4. The negative electrode active material as described in claim 1, wherein the Brunol-Emmett-Teller (BET) specific surface area of the negative electrode active material is 0.3 m². 2 / g to 2.5 m 2 Within the range of / g.
5. The negative electrode active material according to claim 1, wherein the crystallite size Lc of the artificial graphite particles in the c-axis direction is in the range of 45 nm to 75 nm.
6. The negative electrode active material according to claim 1, wherein the negative electrode active material further comprises sulfur distributed in the primary particles of the artificial graphite in an amount of 15 ppm to 40 ppm.
7. The negative electrode active material according to claim 1, wherein the tap density of the negative electrode active material is in the range of 0.88 g / cc to 1.20 g / cc.
8. The negative electrode active material according to claim 1, wherein the average particle size D of the negative electrode active material is... 50 Within the range of 10 μm to 30 μm.
9. The negative electrode active material according to claim 1, wherein the negative electrode active material further comprises a carbon coating disposed on the artificial graphite particles.
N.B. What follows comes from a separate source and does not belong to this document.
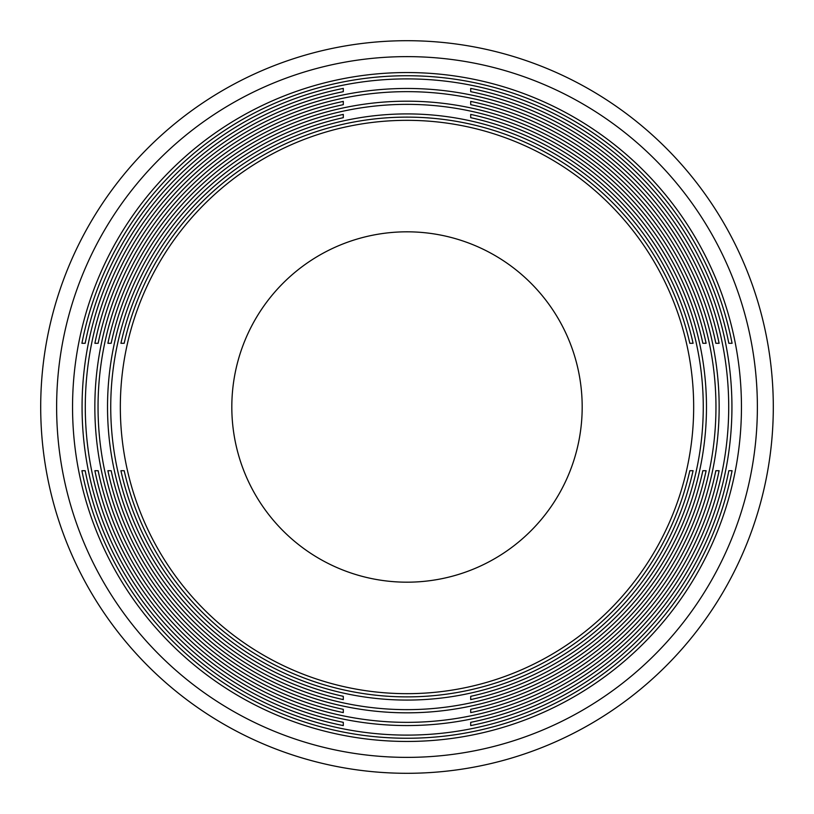 <?xml version="1.0" encoding="UTF-8"?>
<svg xmlns="http://www.w3.org/2000/svg" width="814" height="814" viewBox="0 0 814 814"><rect width="100%" height="100%" fill="white"/><g stroke="black" fill="none" stroke-linecap="round" stroke-linejoin="round"><path stroke-width="1.22" d="M407 757.376A350.376 350.376 0 0 0 757.376 407A350.376 350.376 0 0 0 407 56.624A350.376 350.376 0 0 0 56.624 407A350.376 350.376 0 0 0 407 757.376M407 773.3A366.3 366.3 0 0 0 773.3 407A366.3 366.3 0 0 0 407 40.7A366.3 366.3 0 0 0 40.7 407A366.3 366.3 0 0 0 407 773.3M407 582.183A175.183 175.183 0 0 0 582.183 407A175.183 175.183 0 0 0 407 231.817A175.183 175.183 0 0 0 231.817 407A175.183 175.183 0 0 0 407 582.183M407 741.452A334.452 334.452 0 0 0 741.452 407A334.452 334.452 0 0 0 407 72.548A334.452 334.452 0 0 0 72.548 407A334.452 334.452 0 0 0 407 741.452M407 75.733A331.267 331.267 0 0 1 732.081 343.294L728.835 343.294A328.073 328.073 0 0 0 85.165 343.294L81.919 343.294A331.267 331.267 0 0 1 407 75.733M407 88.461A318.539 318.539 0 0 1 719.108 343.294L715.852 343.294A315.354 315.354 0 0 0 98.148 343.294L94.892 343.294A318.539 318.539 0 0 1 407 88.461M407 101.19A305.81 305.81 0 0 1 706.104 343.294L702.848 343.294A302.625 302.625 0 0 0 111.152 343.294L107.896 343.294A305.81 305.81 0 0 1 407 101.19M407 113.909A293.091 293.091 0 0 1 693.08 343.294L689.814 343.294A289.906 289.906 0 0 0 124.186 343.294L120.92 343.294A293.091 293.091 0 0 1 407 113.909M407 693.67A286.67 286.67 0 0 0 693.67 407A286.67 286.67 0 0 0 407 120.33A286.67 286.67 0 0 0 120.33 407A286.67 286.67 0 0 0 407 693.67M124.186 470.706A289.906 289.906 0 0 0 689.814 470.706L693.08 470.706A293.091 293.091 0 0 1 120.92 470.706L124.186 470.706L120.92 470.706M111.152 470.706A302.625 302.625 0 0 0 702.848 470.706L706.104 470.706A305.81 305.81 0 0 1 107.896 470.706L111.152 470.706L107.896 470.706M98.148 470.706A315.354 315.354 0 0 0 715.852 470.706L719.108 470.706A318.539 318.539 0 0 1 94.892 470.706L98.148 470.706L94.892 470.706M85.165 470.706A328.073 328.073 0 0 0 728.835 470.706L732.081 470.706A331.267 331.267 0 0 1 81.919 470.706L85.165 470.706L81.919 470.706M470.706 91.667L470.706 88.411A324.888 324.888 0 0 1 470.706 725.589L470.706 722.333A321.703 321.703 0 0 0 470.706 91.667L470.706 88.411M470.706 104.66L470.706 101.404A312.169 312.169 0 0 1 470.706 712.596L470.706 709.34A308.984 308.984 0 0 0 470.706 104.66L470.706 101.404M470.706 117.674L470.706 114.408A299.44 299.44 0 0 1 470.706 699.592L470.706 696.326A296.255 296.255 0 0 0 470.706 117.674L470.706 114.408M343.294 114.408L343.294 117.674A296.255 296.255 0 0 0 343.294 696.326L343.294 699.592A299.44 299.44 0 0 1 343.294 114.408L343.294 117.674M343.294 696.326L343.294 699.592M470.706 699.592L470.706 696.326M343.294 101.404L343.294 104.66A308.984 308.984 0 0 0 343.294 709.34L343.294 712.596A312.169 312.169 0 0 1 343.294 101.404L343.294 104.66M343.294 709.34L343.294 712.596M470.706 712.596L470.706 709.34M343.294 88.411L343.294 91.667A321.703 321.703 0 0 0 343.294 722.333L343.294 725.589A324.888 324.888 0 0 1 343.294 88.411L343.294 91.667M343.294 722.333L343.294 725.589M470.706 725.589L470.706 722.333M693.08 343.294L689.814 343.294M124.186 343.294L120.92 343.294M693.08 470.706L689.814 470.706M706.104 343.294L702.848 343.294M111.152 343.294L107.896 343.294M706.104 470.706L702.848 470.706M719.108 343.294L715.852 343.294M98.148 343.294L94.892 343.294M719.108 470.706L715.852 470.706M732.081 343.294L728.835 343.294M85.165 343.294L81.919 343.294M732.081 470.706L728.835 470.706"/></g></svg>

10. The negative electrode active material of claim 9, wherein the carbon coating content in the negative electrode active material is from 0.1% to 5% by weight.
11. The negative electrode active material of claim 9, wherein the carbon coating comprises amorphous carbon.
12. A negative electrode, said negative electrode comprising: Negative current collector; and A layer of negative electrode active material disposed on the negative electrode current collector. The negative electrode active material layer comprises the negative electrode active material according to claim 1.
13. The negative electrode of claim 12, wherein the area ratio I(004) / I(110) of the negative electrode during X-ray diffraction analysis is in the range of 7 to 14.
14. A secondary battery, the secondary battery comprising: The negative electrode as described in claim 12; The positive electrode opposite to the negative electrode; A diaphragm disposed between the negative electrode and the positive electrode; and Electrolytes.